START Data extracts

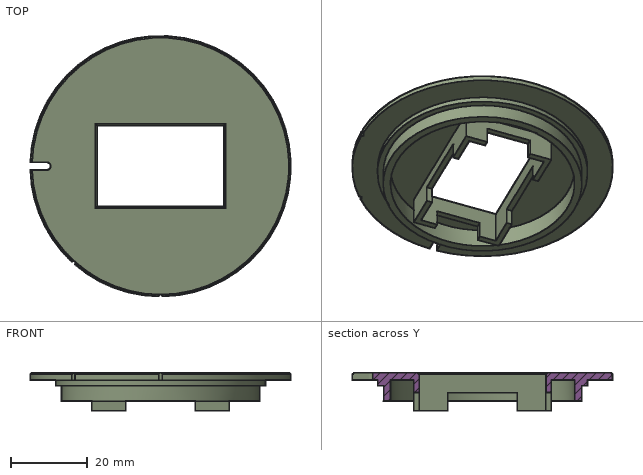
import cadquery as cq
import math

total_height = 10.0
rim_thickness = 2.0
step_thickness = 1.5
skirt_height = 4.0
rim_bottom = total_height - rim_thickness
step_bottom = rim_bottom - step_thickness
skirt_bottom = step_bottom - skirt_height

rim_diameter = 68.0
step_diameter = 54.8
skirt_diameter = 51.8
cavity_diameter = 48.0
edge_chamfer = 0.5

window_length = 33.0
window_width = 21.0
frame_wall = 1.5
frame_length = window_length + 2 * frame_wall
frame_width = window_width + 2 * frame_wall
foot_length = 9.0
foot_width = 6.0
frame_gap_height = 4.75

slot_width = 2.0
slot_end_radius = 28.7
notch_diameter = 1.0
notch_angles = (-90, -132)


def cylinder(diameter, bottom, height):
    return cq.Workplane("XY").workplane(offset=bottom).circle(diameter / 2).extrude(height)


def block(length, width, height):
    """Centred rectangular block standing on the level of the feet."""
    return cq.Workplane("XY").rect(length, width).extrude(height)


def make_body():
    """Chamfered rim over a stepped skirt that is hollow from below."""
    rim = cylinder(rim_diameter, rim_bottom, rim_thickness).faces(">Z").chamfer(edge_chamfer)
    step = cylinder(step_diameter, step_bottom, step_thickness)
    skirt = cylinder(skirt_diameter, skirt_bottom, skirt_height)
    cavity = cylinder(cavity_diameter, skirt_bottom, rim_bottom - skirt_bottom)
    return rim.union(step.union(skirt).cut(cavity))


def make_frame():
    """Rectangular frame whose sides are notched to leave four L-shaped corner feet."""
    frame = block(frame_length, frame_width, rim_bottom)
    gap_across_x = block(frame_length - 2 * foot_length, frame_width, frame_gap_height)
    gap_across_y = block(frame_length, frame_width - 2 * foot_width, frame_gap_height)
    return frame.cut(gap_across_x).cut(gap_across_y)


def make_window():
    """Through opening that flares out at the top face."""
    opening = block(window_length, window_width, total_height)
    flare = (
        cq.Workplane("XY", origin=(0, 0, total_height))
        .rect(window_length + 2 * edge_chamfer, window_width + 2 * edge_chamfer)
        .extrude(-edge_chamfer, taper=45)
    )
    return opening.union(flare)


def make_slot():
    """Round-ended slot open at the -X edge of the rim."""
    end_center = -slot_end_radius - slot_width / 2
    straight_length = rim_diameter / 2 + end_center
    straight = (
        cq.Workplane("XY", origin=(end_center - straight_length / 2, 0, rim_bottom))
        .rect(straight_length, slot_width)
        .extrude(rim_thickness)
    )
    rounded_end = cylinder(slot_width, rim_bottom, rim_thickness).translate((end_center, 0, 0))
    return straight.union(rounded_end)


def make_notch(angle):
    radius = rim_diameter / 2
    x = radius * math.cos(math.radians(angle))
    y = radius * math.sin(math.radians(angle))
    return cylinder(notch_diameter, rim_bottom, rim_thickness).translate((x, y, 0))


result = make_body().union(make_frame()).cut(make_window()).cut(make_slot())
for notch_angle in notch_angles:
    result = result.cut(make_notch(notch_angle))

END Data extracts

What to do:
Return only the part of the records above that opens with the line containing "cavity_diameter = 48.0" and closes with the line containing "return rim.union(step.union(skirt).cut(cavity))", ends included.

Response to the task:
cavity_diameter = 48.0
edge_chamfer = 0.5

window_length = 33.0
window_width = 21.0
frame_wall = 1.5
frame_length = window_length + 2 * frame_wall
frame_width = window_width + 2 * frame_wall
foot_length = 9.0
foot_width = 6.0
frame_gap_height = 4.75

slot_width = 2.0
slot_end_radius = 28.7
notch_diameter = 1.0
notch_angles = (-90, -132)


def cylinder(diameter, bottom, height):
    return cq.Workplane("XY").workplane(offset=bottom).circle(diameter / 2).extrude(height)


def block(length, width, height):
    """Centred rectangular block standing on the level of the feet."""
    return cq.Workplane("XY").rect(length, width).extrude(height)


def make_body():
    """Chamfered rim over a stepped skirt that is hollow from below."""
    rim = cylinder(rim_diameter, rim_bottom, rim_thickness).faces(">Z").chamfer(edge_chamfer)
    step = cylinder(step_diameter, step_bottom, step_thickness)
    skirt = cylinder(skirt_diameter, skirt_bottom, skirt_height)
    cavity = cylinder(cavity_diameter, skirt_bottom, rim_bottom - skirt_bottom)
    return rim.union(step.union(skirt).cut(cavity))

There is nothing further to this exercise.